Every Monday morning, our St. Frances Inn staff "team" gets together for a sharing. We begin with psalms, have a spiritual reading, review one of the seven guidelines of the Franciscan ministry, and then share how we feel about what we've heard. Last Monday, the guideline was "We seek not simply to serve the physical needs of those we minister to but to build relationship with those whom we meet." As I (Mark) reflected on the guideline, I realized that for most of my time here I have been focusing on the tasks at hand and not so much on the people we serve. As a former administrator, I certainly was coming down on the side of "doing" rather that "being present". As I left the sharing session, I resolved to be open to allowing the Spirit to work through me to form relationships with our guests.

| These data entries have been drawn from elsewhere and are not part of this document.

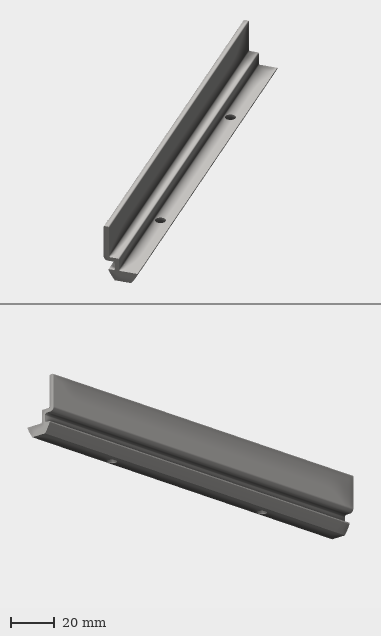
import cadquery as cq

length = 200.0
total_width = 16.5
total_height = 27.8
plate_thickness = 2.5
web_thickness = 2.0
shelf_top = 11.8
neck_right = 7.5
edge_radius = 0.5
outer_bend_radius = 2.0
inner_bend_radius = 1.0

foot_left = 2.5
foot_height = 5.5
foot_base_width = 8.0
foot_lip = 0.5
side_bulge = 0.15

hole_diameter = 5.0
hole_x = 10.5
hole_spacing = 100.0

cut_margin = 2.0


def extrude_along_length(profile):
    """Extrude an XZ profile symmetrically about Y = 0."""
    return profile.extrude(length / 2, both=True)


def round_edge(solid, x, z, radius):
    """Fillet the lengthwise edge passing through (x, z)."""
    edge = cq.selectors.NearestToPointSelector((x, 0, z))
    return solid.edges("|Y").edges(edge).fillet(radius)


def bracket():
    """Upright plate, shelf and neck forming a Z-shaped section."""
    neck_left = neck_right - web_thickness
    shelf_bottom = shelf_top - web_thickness
    outline = (
        cq.Workplane("XZ")
        .moveTo(0, total_height)
        .lineTo(plate_thickness, total_height)
        .lineTo(plate_thickness, shelf_top)
        .lineTo(neck_right, shelf_top)
        .lineTo(neck_right, foot_height)
        .lineTo(neck_left, foot_height)
        .lineTo(neck_left, shelf_bottom)
        .lineTo(0, shelf_bottom)
        .close()
    )
    body = extrude_along_length(outline)
    body = round_edge(body, 0, shelf_bottom, outer_bend_radius)
    body = round_edge(body, neck_left, shelf_bottom, inner_bend_radius)
    body = round_edge(body, neck_right, shelf_top, edge_radius)
    body = round_edge(body, 0, total_height, edge_radius)
    body = round_edge(body, plate_thickness, shelf_top, edge_radius)
    return round_edge(body, plate_thickness, total_height, edge_radius)


def foot():
    """Symmetric foot with convex flanks narrowing towards the base."""
    center = (foot_left + total_width) / 2
    base_left = center - foot_base_width / 2
    base_right = center + foot_base_width / 2
    flank_top = foot_height - foot_lip
    run = base_left - foot_left
    chord = (run**2 + flank_top**2) ** 0.5
    bulge_x = side_bulge * flank_top / chord
    mid_offset = run / 2 - bulge_x
    mid_z = flank_top / 2 - side_bulge * run / chord
    outline = (
        cq.Workplane("XZ")
        .moveTo(foot_left, foot_height)
        .lineTo(total_width, foot_height)
        .lineTo(total_width, flank_top)
        .threePointArc((total_width - mid_offset, mid_z), (base_right, 0))
        .lineTo(base_left, 0)
        .threePointArc((foot_left + mid_offset, mid_z), (foot_left, flank_top))
        .close()
    )
    return extrude_along_length(outline)


def holes():
    """Pair of vertical cutters through the foot."""
    return (
        cq.Workplane("XY", origin=(hole_x, 0, -cut_margin))
        .pushPoints([(0, -hole_spacing / 2), (0, hole_spacing / 2)])
        .circle(hole_diameter / 2)
        .extrude(foot_height + 2 * cut_margin)
    )


rail = bracket().union(foot())
for neck_side in (neck_right - web_thickness, neck_right):
    rail = round_edge(rail, neck_side, foot_height, edge_radius)

result = rail.cut(holes())

Later that week, I had bathroom duty. The job is basically to line people up and send them in an orderly way into our two public restrooms. I was half way into my 90 minute shift when I remembered the guideline about forming relationships, and so I decided to give it a try. The first two attempts were perfunctory: "How are you doing today? "Fine, how are you." "Nice Day, isn't it? "Yeah, real nice!", etc. Then a short guy with a pale blue hat moved to the front of the line.
I tried again: "How are you today?" He looked me right in the eye and with a tired, defeated face simply shook his head side to side. I said, "Tough day?" He replied, "Tough week!" I asked "Why?" He replied, "Too many drugs, got really drunk, and now I am $240 behind on my rent." Without even thinking about what I was saying, I asked, "So, what drugs are you doing?" He replied: "Crack". I felt my stomach contract: crack cocaine is a common street drug here, but this was the very first person that I personally had met who was a crack user. I said to him, "That is a really bad drug. You need to try to get off of it." He replied, "That is easy to say, hard to do." I said, "Yes, but you need to try." He looked at me and said "Why? I lost my child; I lost my wife; now what the f*** do I have to look forward to for Christmas?" I felt a flood of sympathy -- I wondered how I would react if one of my daughters and wife had died. It was easy to see how someone might turn to alcohol or drugs to ease the pain.
By this time, one of the bathrooms was open and the man went in. I wondered if there was anything at all that I could do to help. When he emerged a minute later, I asked him his name. "Steve" he replied. I said, "My name is Mark, and I know that it is not much, but I will pray for you. And if you ever want to talk, I would be happy to talk with you about all of this." He smiled briefly and walked away.
I don't know what will happen with Steve and me. Probably nothing, but I have noticed him coming to morning mass a couple of times since then and each time during the "Sign of Peace", our eyes meet and we exchange smiles and an embrace. If nothing else, at least he knows that another person is concerned about him and his suffering.
Oh, Mark, I too will pray for "Steve." Thanks for sharing this breakthrough for you as well as "Steve." Mary Ann
ReplyDeleteMost of the time this is all we can do - pray for each other. But I believe that is so important to know - that someone else is concerned enought to pray for me and my troubles. Bless you for letting Steve know that you are praying for him!